(Dataset items)
────

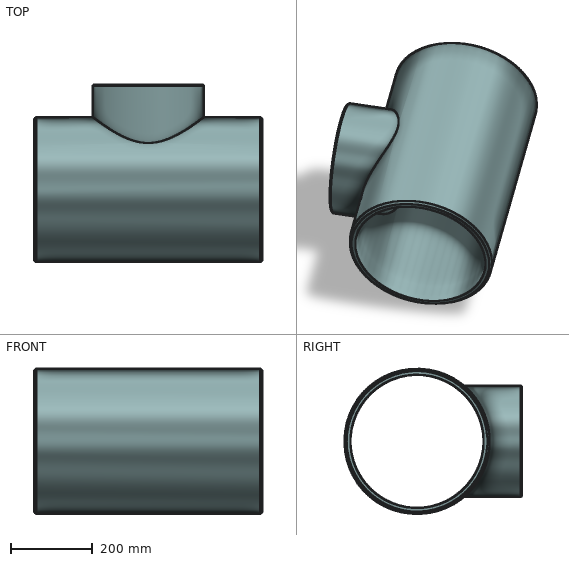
import cadquery as cq

run_length = 559.0
run_diameter = 355.5
run_wall = 15.0

branch_reach = 257.0
branch_diameter = 272.5
branch_wall = 15.0

run_bevel_depth = 5.5
run_bevel_length = 5.5
branch_bevel_depth = 4.0
branch_bevel_length = 4.0


def beveled_bar(radius, start, end, bevel_depth, bevel_length, bevel_start):
    """Solid bar along +Y, beveled at its end and, if asked, at its start."""
    outline = cq.Workplane("XY").moveTo(0, start)
    if bevel_start:
        outline = outline.lineTo(radius - bevel_depth, start).lineTo(radius, start + bevel_length)
    else:
        outline = outline.lineTo(radius, start)
    outline = outline.lineTo(radius, end - bevel_length).lineTo(radius - bevel_depth, end)
    return outline.lineTo(0, end).close().revolve(360, (0, 0, 0), (0, 1, 0))


def along_x(bar):
    """Turn a bar from the Y axis to the X axis."""
    return bar.rotate((0, 0, 0), (0, 0, 1), -90)


run = along_x(
    beveled_bar(
        run_diameter / 2, -run_length / 2, run_length / 2, run_bevel_depth, run_bevel_length, True
    )
)
branch = beveled_bar(
    branch_diameter / 2, 0, branch_reach, branch_bevel_depth, branch_bevel_length, False
)

run_bore = cq.Workplane("YZ").circle(run_diameter / 2 - run_wall).extrude(run_length / 2, both=True)
branch_bore = (
    cq.Workplane("XZ").circle(branch_diameter / 2 - branch_wall).extrude(-branch_reach)
)

result = run.union(branch).cut(run_bore).cut(branch_bore)

────

● Instructions to follow
Write the records out in full, word for word; leave every picture behind.

● Completed task
import cadquery as cq

run_length = 559.0
run_diameter = 355.5
run_wall = 15.0

branch_reach = 257.0
branch_diameter = 272.5
branch_wall = 15.0

run_bevel_depth = 5.5
run_bevel_length = 5.5
branch_bevel_depth = 4.0
branch_bevel_length = 4.0


def beveled_bar(radius, start, end, bevel_depth, bevel_length, bevel_start):
    """Solid bar along +Y, beveled at its end and, if asked, at its start."""
    outline = cq.Workplane("XY").moveTo(0, start)
    if bevel_start:
        outline = outline.lineTo(radius - bevel_depth, start).lineTo(radius, start + bevel_length)
    else:
        outline = outline.lineTo(radius, start)
    outline = outline.lineTo(radius, end - bevel_length).lineTo(radius - bevel_depth, end)
    return outline.lineTo(0, end).close().revolve(360, (0, 0, 0), (0, 1, 0))


def along_x(bar):
    """Turn a bar from the Y axis to the X axis."""
    return bar.rotate((0, 0, 0), (0, 0, 1), -90)


run = along_x(
    beveled_bar(
        run_diameter / 2, -run_length / 2, run_length / 2, run_bevel_depth, run_bevel_length, True
    )
)
branch = beveled_bar(
    branch_diameter / 2, 0, branch_reach, branch_bevel_depth, branch_bevel_length, False
)

run_bore = cq.Workplane("YZ").circle(run_diameter / 2 - run_wall).extrude(run_length / 2, both=True)
branch_bore = (
    cq.Workplane("XZ").circle(branch_diameter / 2 - branch_wall).extrude(-branch_reach)
)

result = run.union(branch).cut(run_bore).cut(branch_bore)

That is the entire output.